I remember a problem on one of the first assignments was particularly tricky. The question was about s-t cuts in a graph. The hard part about this problem was that to solve it, it seemed we needed to efficiently keep track of all pairs minimum s-t cuts. We started discussing the problem in the afternoon, and though it took us a while, by about 5am we had designed a data structure to do just that. We realized you can maintain all the cuts in just one tree. It was perfect. We jokingly called the data structure the Reyzin-Srivastava tree.
I spent the remainder of the night writing up the assignment, describing this thing in detail, proud of our cleverness. About a week later, we got the graded assignments back. Mine had one note on it, next to that particular question of course. It said "Next time, just reference Gomory-Hu trees when you need to use them."

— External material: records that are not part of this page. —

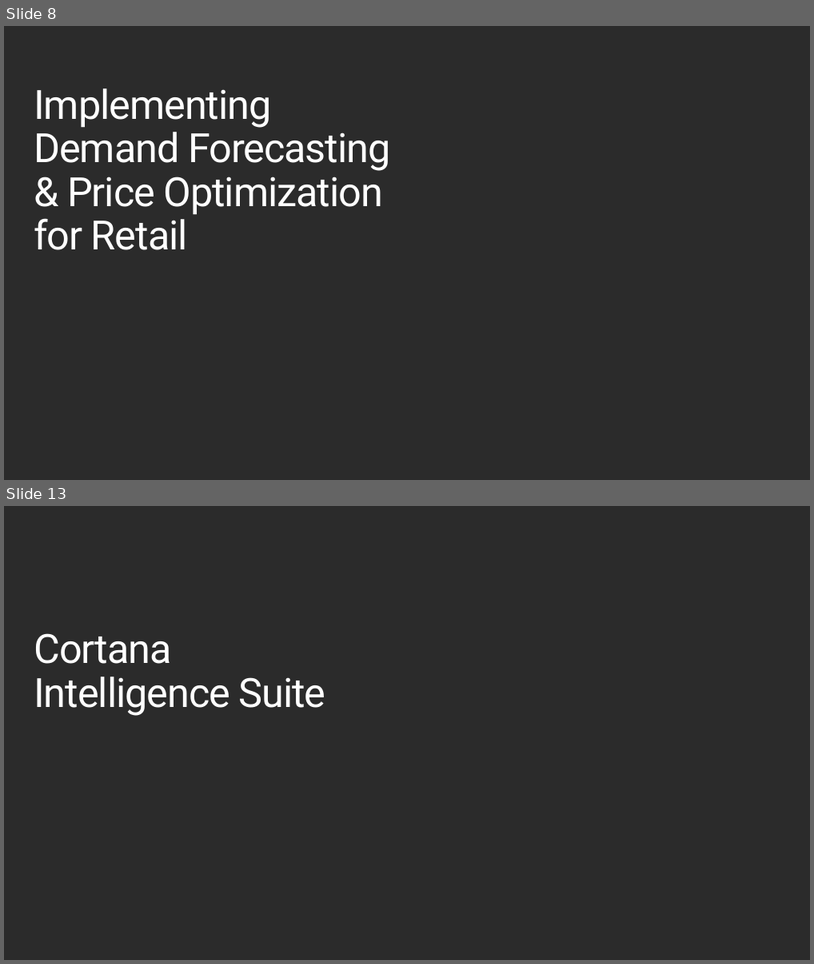
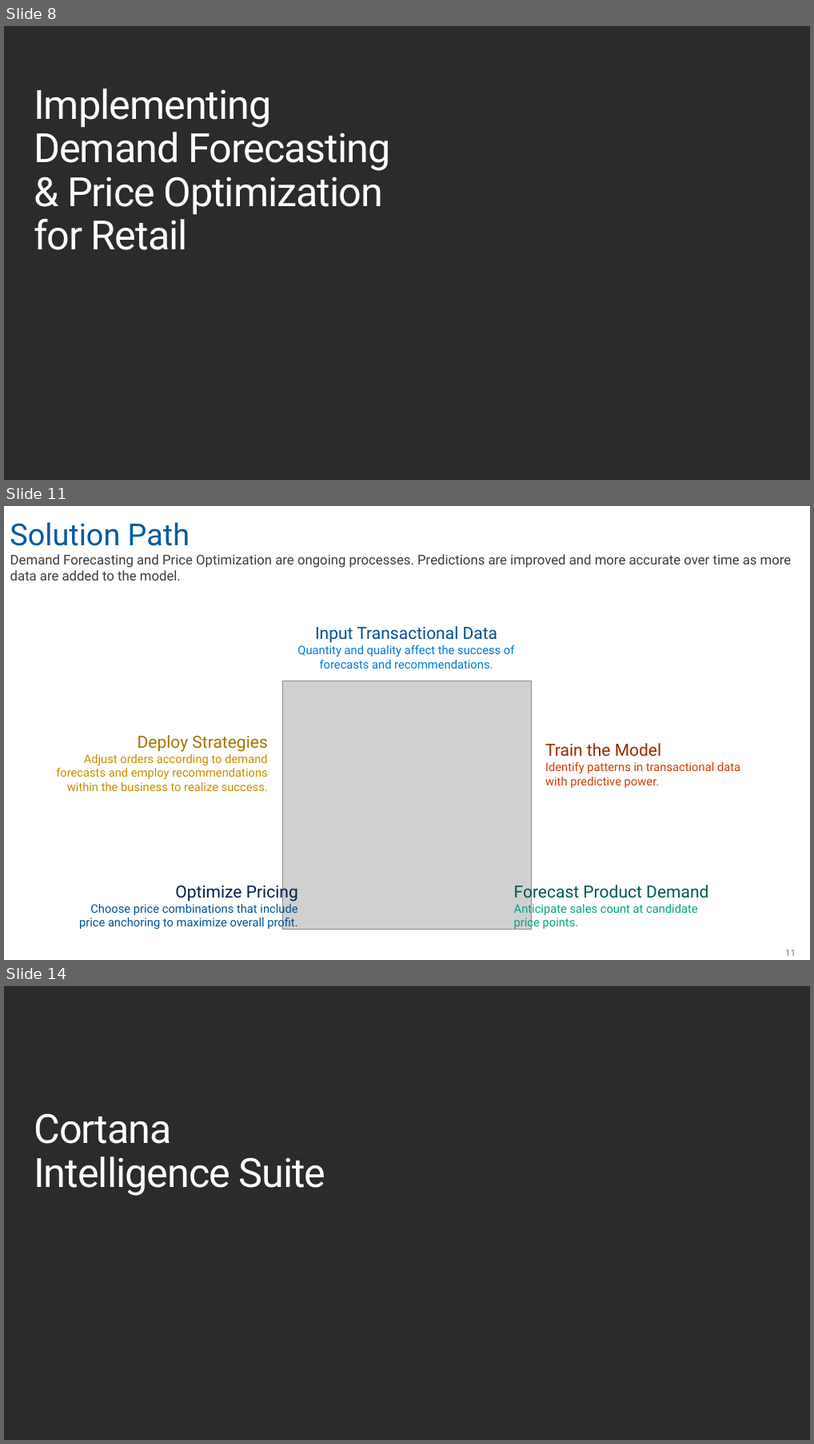
Before and after one commit to Azure/cortana-intelligence-price-optimization, a slide deck: Solution Overview for Business Audiences/Walking Deck.pptx. Shown one above the other, each under a label of ours: slides 8 and 13 before the commit, slides 8, 11 and 14 after it; the slides between them are not shown. The pictures are 814x964 and 814x1444 pixels, drawn with LibreOffice and Linux fonts; fonts in the diff are those of the drawing; grey boxes stand for pictures; background and template pictures are left out; a plain dark background stands for a picture behind light text. Boxes give left, top, right and bottom in pixels: in the first picture for what was removed or moved away, otherwise in the second. Text is boxed around its words. In the diff, an @@ line names an element or a change of style, - is before the commit and + after.

```diff
--- a/Solution Overview for Business Audiences/Walking Deck.pptx
+++ b/Solution Overview for Business Audiences/Walking Deck.pptx
@@ slide 11 added at [4, 506, 810, 960], background #FFFFFF @@
@@ text added at [10, 522, 190, 546], 36 pt, text #005AA1 @@
+Solution Path
@@ text added at [10, 554, 792, 580], 16 pt, text #3C3C3C @@
+Demand Forecasting and Price Optimization are ongoing processes. Predictions are improved and more accurate over time as more data are added to the model.
@@ text added at [298, 626, 515, 668], 14 pt, text #0078D7 @@
+Input Transactional Data
+Quantity and quality affect the success of forecasts and recommendations.
@@ picture added at [283, 680, 531, 928] @@
@@ text added at [56, 735, 268, 791], 14 pt, text #C78E00 @@
+Deploy Strategies
+Adjust orders according to demand forecasts and employ recommendations within the business to realize success.
@@ text added at [546, 743, 741, 788], 14 pt, text #D83B01 @@
+Train the Model
+Identify patterns in transactional data with predictive power.
@@ text added at [79, 881, 298, 930], 14 pt, text #005291 @@
+Optimize Pricing
+Choose price combinations that include price anchoring to maximize overall profit.
@@ text added at [514, 881, 709, 930], 14 pt, text #00A387 @@
+Forecast Product Demand
+Anticipate sales count at candidate
+price points.
@@ page number added at [786, 949, 796, 956], 11 pt, text #808080 @@
+11
@@ what was slide 13 is now slide 14 @@
```
Also in this commit, not shown: 6 slides changed, 1 other slide added, 1 slide removed, 3 other files.
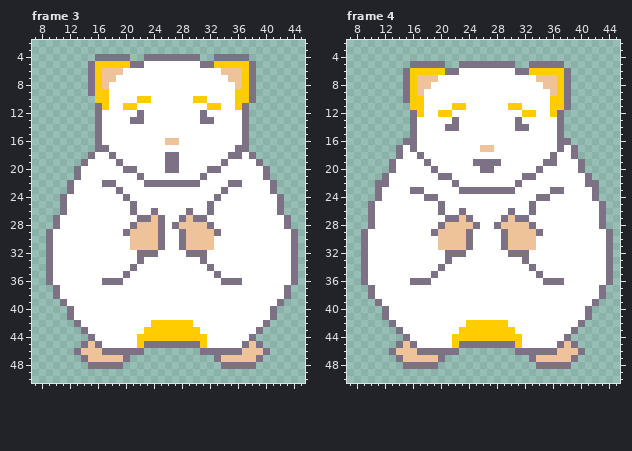
Animated GIF sprite, stored at character/100h_talk.gif. The picture above is the old version.
The file is 110x110 pixels, drawn in blocks of 2x2; one block is one cell here. Shown: frame 3: x 7..45, y 2..50; frame 4: x 7..45, y 2..50. The commit also changed other frames, which this record leaves out.
The result:
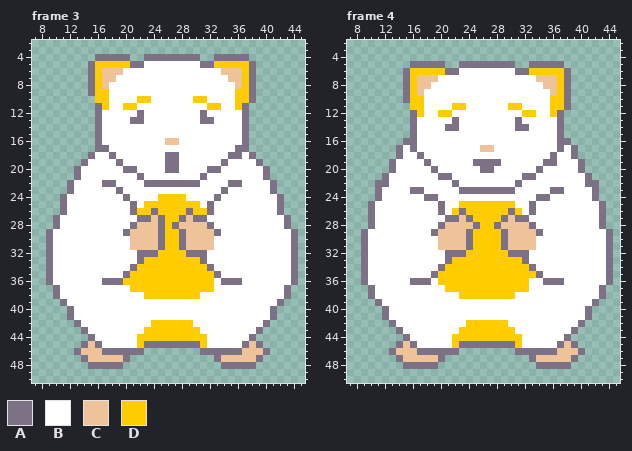
Palette (. is transparent): A #7d7186  B #ffffff  C #eec39a  D #ffcc00
Diff:
Frame 3:
y 24: x 25..28 BBBB -> DDDD
y 25: x 23..30 BBBBBBBB -> DDDDDDDD
y 26: x 22..23 BB -> DD; x 25..28 BBBB -> DDDD; x 30..31 BB -> DD
y 27: x 26..27 BB -> DD
y 28: x 26 B -> D
y 29..31: x 26..27 BB -> DD
y 32: x 25..28 BBBB -> DDDD
y 33: x 23..30 BBBBBBBB -> DDDDDDDD
y 34: x 22..31 BBBBBBBBBB -> DDDDDDDDDD
y 35: x 21..32 BBBBBBBBBBBB -> DDDDDDDDDDDD
y 36: x 20..32 BBBBBBBBBBBBB -> DDDDDDDDDDDDD
y 37: x 21..32 BBBBBBBBBBBB -> DDDDDDDDDDDD
y 38: x 23..30 BBBBBBBB -> DDDDDDDD
Frame 4:
y 25: x 23..30 BBBBBBBB -> DDDDDDDD
y 26: x 22 B -> D; x 24..29 BBBBBB -> DDDDDD; x 31 B -> D
y 27: x 25..28 BBBB -> DDDD
y 28: x 26..27 BB -> DD
y 29..31: x 25..28 BBBB -> DDDD
y 32: x 24..29 BBBBBB -> DDDDDD
y 33: x 22..31 BBBBBBBBBB -> DDDDDDDDDD
y 34: x 21..32 BBBBBBBBBBBB -> DDDDDDDDDDDD
y 35: x 20..33 BBBBBBBBBBBBBB -> DDDDDDDDDDDDDD
y 36: x 20..32 BBBBBBBBBBBBB -> DDDDDDDDDDDDD
y 37: x 21..32 BBBBBBBBBBBB -> DDDDDDDDDDDD
y 38: x 23..30 BBBBBBBB -> DDDDDDDD
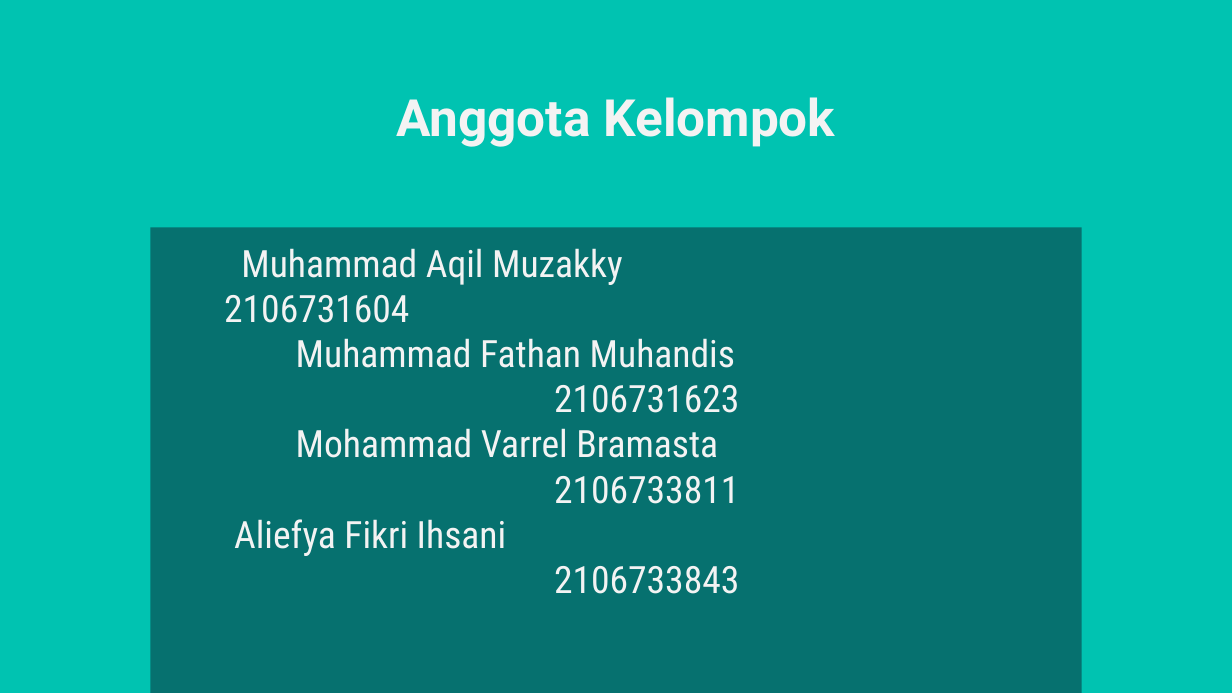
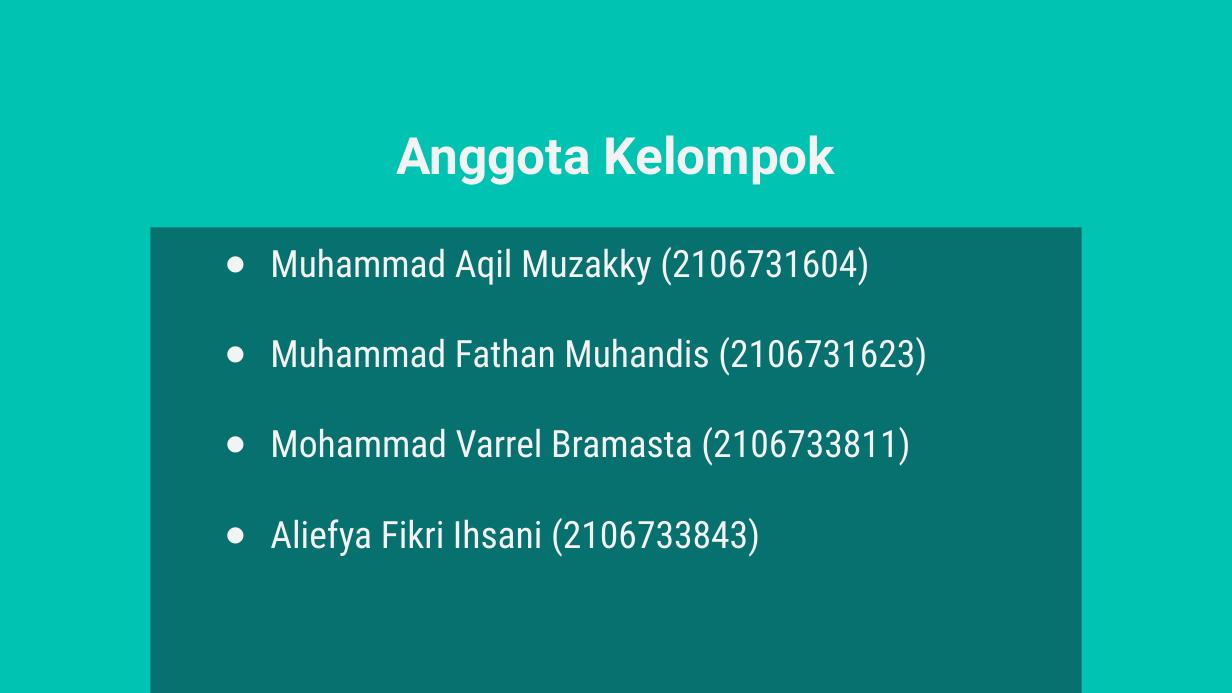
Before and after one commit to varrel123/Digital-Marine-Debris-Remover-Machine---A9, a slide deck: slide 3 of PPT_A9_Digital Marine Debris Remover Machine.pptx. Drawn at 1232x693 pixels with LibreOffice and Linux fonts; fonts in the diff are those of the drawing; background and template pictures are left out. Boxes give left, top, right and bottom in pixels: in the first picture for what was removed or moved away, otherwise in the second. Text is boxed around its words. In the diff, an @@ line names an element or a change of style, - is before the commit and + after.

```diff
--- a/PPT_A9_Digital Marine Debris Remover Machine.pptx
+++ b/PPT_A9_Digital Marine Debris Remover Machine.pptx
@@ title "Anggota Kelompok": place and size @@
-title "Anggota Kelompok" at box(396, 97, 835, 147)
+title "Anggota Kelompok" at box(396, 135, 835, 185)
@@ text at box(270, 247, 927, 557): text changed @@
-Muhammad Aqil Muzakky 2106731604
-Muhammad Fathan Muhandis 2106731623
-Mohammad Varrel Bramasta 2106733811
-Aliefya Fikri Ihsani 2106733843
+● Muhammad Aqil Muzakky (2106731604)
+● Muhammad Fathan Muhandis (2106731623)
+● Mohammad Varrel Bramasta (2106733811)
+● Aliefya Fikri Ihsani (2106733843)
```
Also in this commit, not shown: 7 other slides changed, 7 other files.
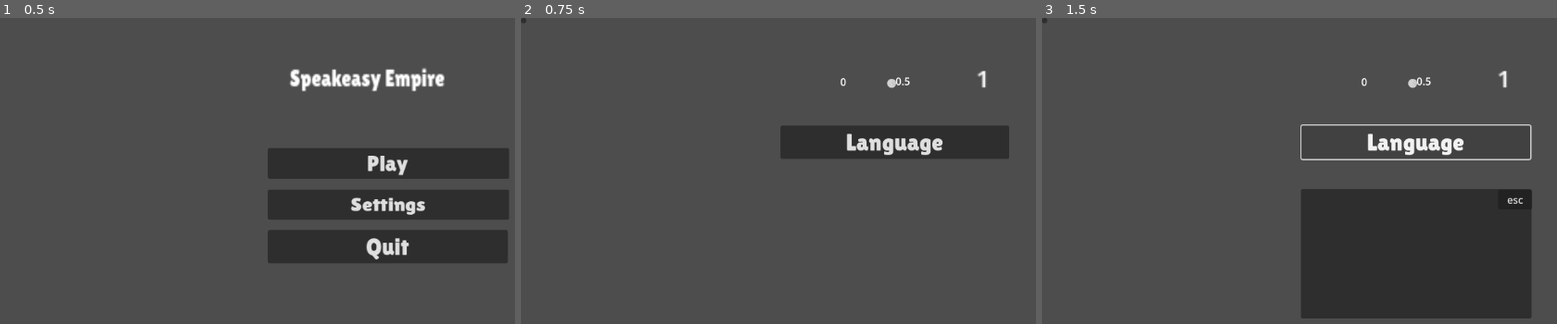
Above: before the commit, frames 1-3 (left to right).
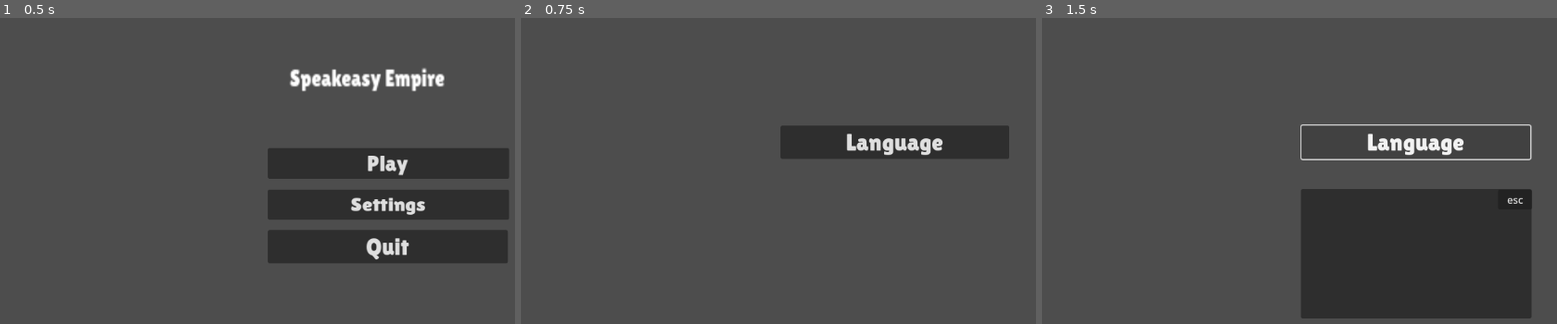
Above: after the commit, the same moments.

Repository: Obizynas/p123
Game: Godot game, scene res://menu.tscn
Same seed, same stepped clock (60 frames per second), same inputs: the game is played once before the commit and once after it.
Inputs:
- Up to frame 1 (0.5 s): no input
- Up to frame 2 (0.75 s): click "Settings" at 0.5 s
- Up to frame 3 (1.5 s): click "Language" at 1.25 s

Frame 1 is identical in both runs. In frame 2, 0.2% of the frame differs, in the area x 0-91%, y 0-23%; in frame 3, 0.2%.
Error before the commit: Invalid assignment of property or key 'visible' with value of type 'bool' on a base object of type 'null instance'. (res://control_2.gd:8)

Commit message:
у4фкп

Diff:
--- a/scene_2_root.tscn
+++ b/scene_2_root.tscn
@@ -1,8 +1,7 @@
-[gd_scene load_steps=4 format=3 uid="uid://c6q0xuj4g3ds7"]
+[gd_scene load_steps=3 format=3 uid="uid://c6q0xuj4g3ds7"]
 
-[ext_resource type="Script" path="res://control.gd" id="1_hocxa"]
+[ext_resource type="Script" uid="uid://dnjli3iihairv" path="res://control.gd" id="1_hocxa"]
 [ext_resource type="FontFile" uid="uid://c70xjaiqfl0l4" path="res://fonts/LilitaOne-Regular.ttf" id="2_nf77o"]
-[ext_resource type="Script" path="res://control_2.gd" id="3_48dgy"]
 
 [node name="Scene2Root" type="Node2D"]
 
@@ -37,50 +36,3 @@
 offset_right = 360.0
 offset_bottom = 17.0
 text = "esc"
-
-[node name="VolumePanel" type="Control" parent="."]
-layout_mode = 3
-anchors_preset = 0
-offset_right = 40.0
-offset_bottom = 40.0
-script = ExtResource("3_48dgy")
-
-[node name="HSlider" type="HSlider" parent="VolumePanel"]
-layout_mode = 0
-offset_left = 577.0
-offset_top = 94.0
-offset_right = 585.0
-offset_bottom = 110.0
-max_value = 1.0
-step = 0.1
-value = 1.0
-
-[node name="CloseButton2" type="Button" parent="VolumePanel"]
-layout_mode = 0
-offset_right = 8.0
-offset_bottom = 8.0
-
-[node name="LabelMin" type="Label" parent="VolumePanel"]
-layout_mode = 0
-offset_left = 497.0
-offset_top = 88.0
-offset_right = 537.0
-offset_bottom = 111.0
-text = "0"
-
-[node name="LabelMid" type="Label" parent="VolumePanel"]
-layout_mode = 0
-offset_left = 583.0
-offset_top = 87.0
-offset_right = 623.0
-offset_bottom = 110.0
-text = "0.5"
-
-[node name="LabelMax" type="Label" parent="VolumePanel"]
-layout_mode = 0
-offset_left = 708.0
-offset_top = 70.0
-offset_right = 748.0
-offset_bottom = 93.0
-scale = Vector2(2.42639, 2.12581)
-text = "1"
Not shown, changed: fonts/LilitaOne-Regular.ttf.import

I learned a couple lessons from this. The first is that I should remember to do the required reading before starting the assignment (we used Vijay Vazirani's approximation algorithms textbook, which really is worth reading). Had I done the reading, I would have learned about Gomory-Hu trees and realized the question asked us to trivially apply them to some problem, instead of reinventing them. The second, and perhaps, more important lesson was that I had a shot at doing research, at inventing something new. Yes, these trees had been invented decades before, and yes, we'd been exposed to more data structures than Gomory and Hu had been in 1961. But somehow knowing that we figured out something on our own that wasn't trivial really helped our confidence as first year grad students, and as I've written before, confidence is quite important for research.